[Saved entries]
☆ ☆ ☆
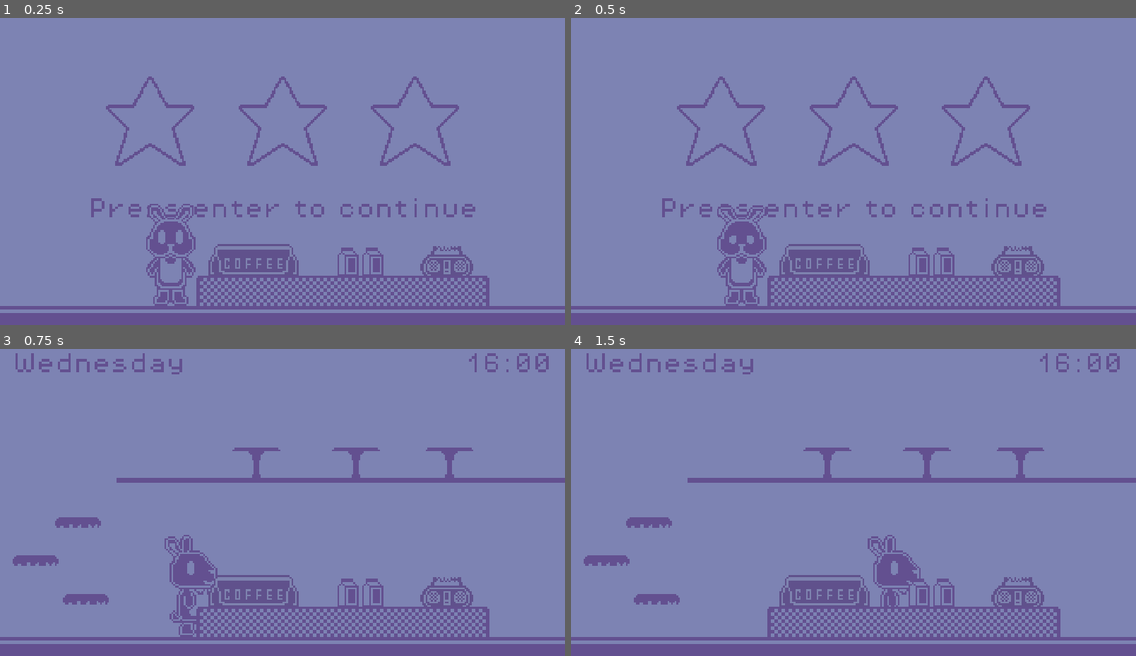
Above: before the commit, frames 1-4 (two rows, left to right).
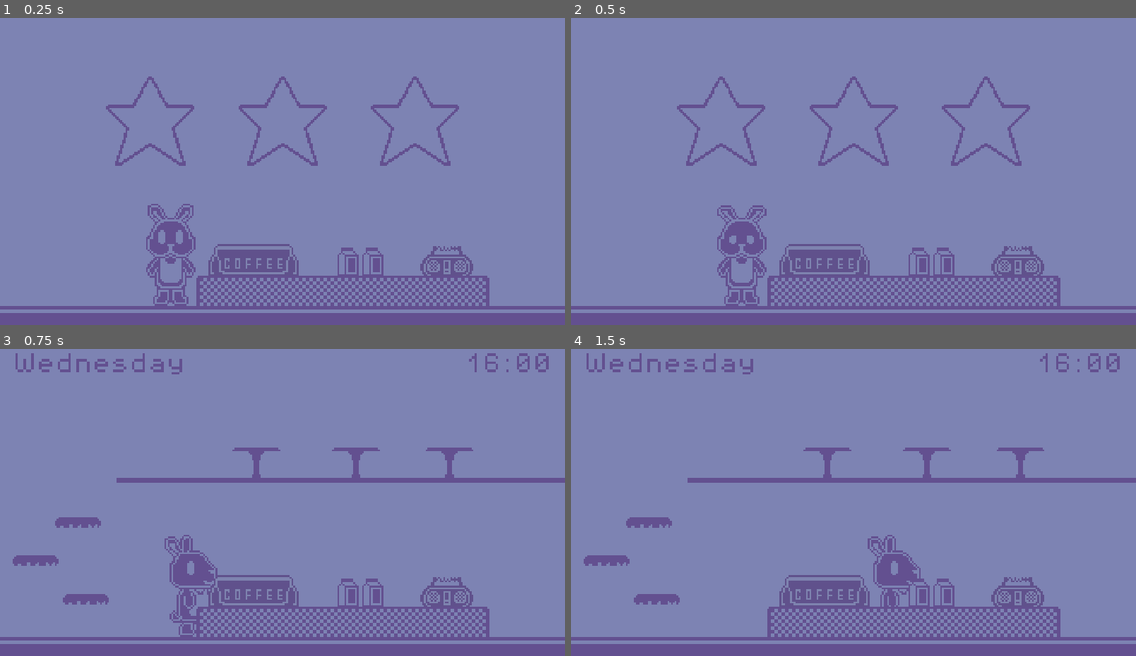
Above: after the commit, the same moments.

Repository: yndajas/1-bit-jam-2
Game: Godot game, scene res://scenes/result.tscn
The game is run twice, just before and just after one commit, with the same random seed, the same clock (stepped at 60 frames per second) and the same inputs. This scene is started directly instead of the project's main scene. Sound files missing from this copy of the repository are replaced by a short silence.
Inputs:
- Up to frame 1 (0.25 s): no input
- Up to frame 2 (0.5 s): no input
- Up to frame 3 (0.75 s): tap Enter (continue) at 0.5, 0.6 s; hold Right (move_right) from 0.53 s (still down)
- Up to frame 4 (1.5 s): keep holding Right (move_right); tap Up (jump) at 0.77 s; tap Enter (continue) at 1.35 s

The runs differ from the first frame. In frame 1, 0.9% of the frame differs, in the area x 16-85%, y 58-65%; in frame 2, 0.9%; in frame 3, nothing differs; in frame 4, nothing differs.

Commit message:
Add zero stars sound effect

Diff:
--- a/scenes/result.tscn
+++ b/scenes/result.tscn
@@ -11,6 +11,7 @@
 [ext_resource type="Texture2D" uid="uid://bpkl0vucyjtb4" path="res://assets/images/sprites/coffee_machine.png" id="8_ayfdx"]
 [ext_resource type="Texture2D" uid="uid://bwt6jdrehamh" path="res://assets/images/sprites/oat_milk.png" id="9_tdt1o"]
 [ext_resource type="Texture2D" uid="uid://cdwuw5kl2hp57" path="res://assets/images/sprites/speaker.png" id="10_n3w0s"]
+[ext_resource type="AudioStream" uid="uid://c4s68o58blpk8" path="res://assets/audio/sfx/zero_stars.wav" id="12_uduh8"]
 
 [node name="Result" type="Node2D"]
 script = ExtResource("1_pg2s2")
@@ -112,6 +113,11 @@
 scale = Vector2(2, 2)
 texture = ExtResource("10_n3w0s")
 
+[node name="ZeroStarsSfxPlayer" type="AudioStreamPlayer" parent="."]
+stream = ExtResource("12_uduh8")
+volume_db = 4.0
+
 [connection signal="timeout" from="StarFillTimer" to="." method="_on_star_fill_timer_timeout"]
 [connection signal="timeout" from="ContinuePrompt/Timer" to="." method="_on_continue_prompt_timer_timeout"]
 [connection signal="timeout" from="Credits/Timer" to="." method="_on_credits_timer_timeout"]
+[connection signal="finished" from="ZeroStarsSfxPlayer" to="." method="_on_zero_stars_sfx_player_finished"]
--- a/scripts/result.gd
+++ b/scripts/result.gd
@@ -10,13 +10,14 @@
 @onready var filled_stars: Array[Sprite2D] = [$FilledStar0, $FilledStar1, $FilledStar2]
 @onready var sfx_player: AudioStreamPlayer = $StarFillTimer/SfxPlayer
 @onready var star_fill_timer: Timer = $StarFillTimer
+@onready var zero_stars_sfx_player: AudioStreamPlayer = $ZeroStarsSfxPlayer
 
 
 func _ready() -> void:
 	if star_fill_needed():
 		start_star_fill_timer()
 	else:
-		render_continue_or_credits()
+		zero_stars_sfx_player.play()
 
 
 func _physics_process(_delta: float) -> void:
@@ -36,10 +37,7 @@
 	if Global.on_final_level():
 		credits_timer.start()
 	else:
-		if score() > 0:
-			continue_prompt_timer.start()
-		else:
-			continue_prompt.visible = true
+		continue_prompt_timer.start()
 
 
 func score() -> int:
@@ -71,3 +69,7 @@
 		start_star_fill_timer()
 	else:
 		render_continue_or_credits()
+
+
+func _on_zero_stars_sfx_player_finished() -> void:
+	render_continue_or_credits()
Not shown, added: assets/audio/sfx/zero_stars.wav.import
Not shown: 1 places in scenes/result.tscn that only renumber resources
Not shown, changed: LICENCES.md
Not shown, changed: README.md
Not shown, added: assets/audio/sfx/zero_stars.wav
☆ ☆ ☆
What to do:
Return the records above verbatim, images excluded.

Answer box:
Above: before the commit, frames 1-4 (two rows, left to right).
Above: after the commit, the same moments.

Repository: yndajas/1-bit-jam-2
Game: Godot game, scene res://scenes/result.tscn
The game is run twice, just before and just after one commit, with the same random seed, the same clock (stepped at 60 frames per second) and the same inputs. This scene is started directly instead of the project's main scene. Sound files missing from this copy of the repository are replaced by a short silence.
Inputs:
- Up to frame 1 (0.25 s): no input
- Up to frame 2 (0.5 s): no input
- Up to frame 3 (0.75 s): tap Enter (continue) at 0.5, 0.6 s; hold Right (move_right) from 0.53 s (still down)
- Up to frame 4 (1.5 s): keep holding Right (move_right); tap Up (jump) at 0.77 s; tap Enter (continue) at 1.35 s

The runs differ from the first frame. In frame 1, 0.9% of the frame differs, in the area x 16-85%, y 58-65%; in frame 2, 0.9%; in frame 3, nothing differs; in frame 4, nothing differs.

Commit message:
Add zero stars sound effect

Diff:
--- a/scenes/result.tscn
+++ b/scenes/result.tscn
@@ -11,6 +11,7 @@
 [ext_resource type="Texture2D" uid="uid://bpkl0vucyjtb4" path="res://assets/images/sprites/coffee_machine.png" id="8_ayfdx"]
 [ext_resource type="Texture2D" uid="uid://bwt6jdrehamh" path="res://assets/images/sprites/oat_milk.png" id="9_tdt1o"]
 [ext_resource type="Texture2D" uid="uid://cdwuw5kl2hp57" path="res://assets/images/sprites/speaker.png" id="10_n3w0s"]
+[ext_resource type="AudioStream" uid="uid://c4s68o58blpk8" path="res://assets/audio/sfx/zero_stars.wav" id="12_uduh8"]
 
 [node name="Result" type="Node2D"]
 script = ExtResource("1_pg2s2")
@@ -112,6 +113,11 @@
 scale = Vector2(2, 2)
 texture = ExtResource("10_n3w0s")
 
+[node name="ZeroStarsSfxPlayer" type="AudioStreamPlayer" parent="."]
+stream = ExtResource("12_uduh8")
+volume_db = 4.0
+
 [connection signal="timeout" from="StarFillTimer" to="." method="_on_star_fill_timer_timeout"]
 [connection signal="timeout" from="ContinuePrompt/Timer" to="." method="_on_continue_prompt_timer_timeout"]
 [connection signal="timeout" from="Credits/Timer" to="." method="_on_credits_timer_timeout"]
+[connection signal="finished" from="ZeroStarsSfxPlayer" to="." method="_on_zero_stars_sfx_player_finished"]
--- a/scripts/result.gd
+++ b/scripts/result.gd
@@ -10,13 +10,14 @@
 @onready var filled_stars: Array[Sprite2D] = [$FilledStar0, $FilledStar1, $FilledStar2]
 @onready var sfx_player: AudioStreamPlayer = $StarFillTimer/SfxPlayer
 @onready var star_fill_timer: Timer = $StarFillTimer
+@onready var zero_stars_sfx_player: AudioStreamPlayer = $ZeroStarsSfxPlayer
 
 
 func _ready() -> void:
 	if star_fill_needed():
 		start_star_fill_timer()
 	else:
-		render_continue_or_credits()
+		zero_stars_sfx_player.play()
 
 
 func _physics_process(_delta: float) -> void:
@@ -36,10 +37,7 @@
 	if Global.on_final_level():
 		credits_timer.start()
 	else:
-		if score() > 0:
-			continue_prompt_timer.start()
-		else:
-			continue_prompt.visible = true
+		continue_prompt_timer.start()
 
 
 func score() -> int:
@@ -71,3 +69,7 @@
 		start_star_fill_timer()
 	else:
 		render_continue_or_credits()
+
+
+func _on_zero_stars_sfx_player_finished() -> void:
+	render_continue_or_credits()
Not shown, added: assets/audio/sfx/zero_stars.wav.import
Not shown: 1 places in scenes/result.tscn that only renumber resources
Not shown, changed: LICENCES.md
Not shown, changed: README.md
Not shown, added: assets/audio/sfx/zero_stars.wav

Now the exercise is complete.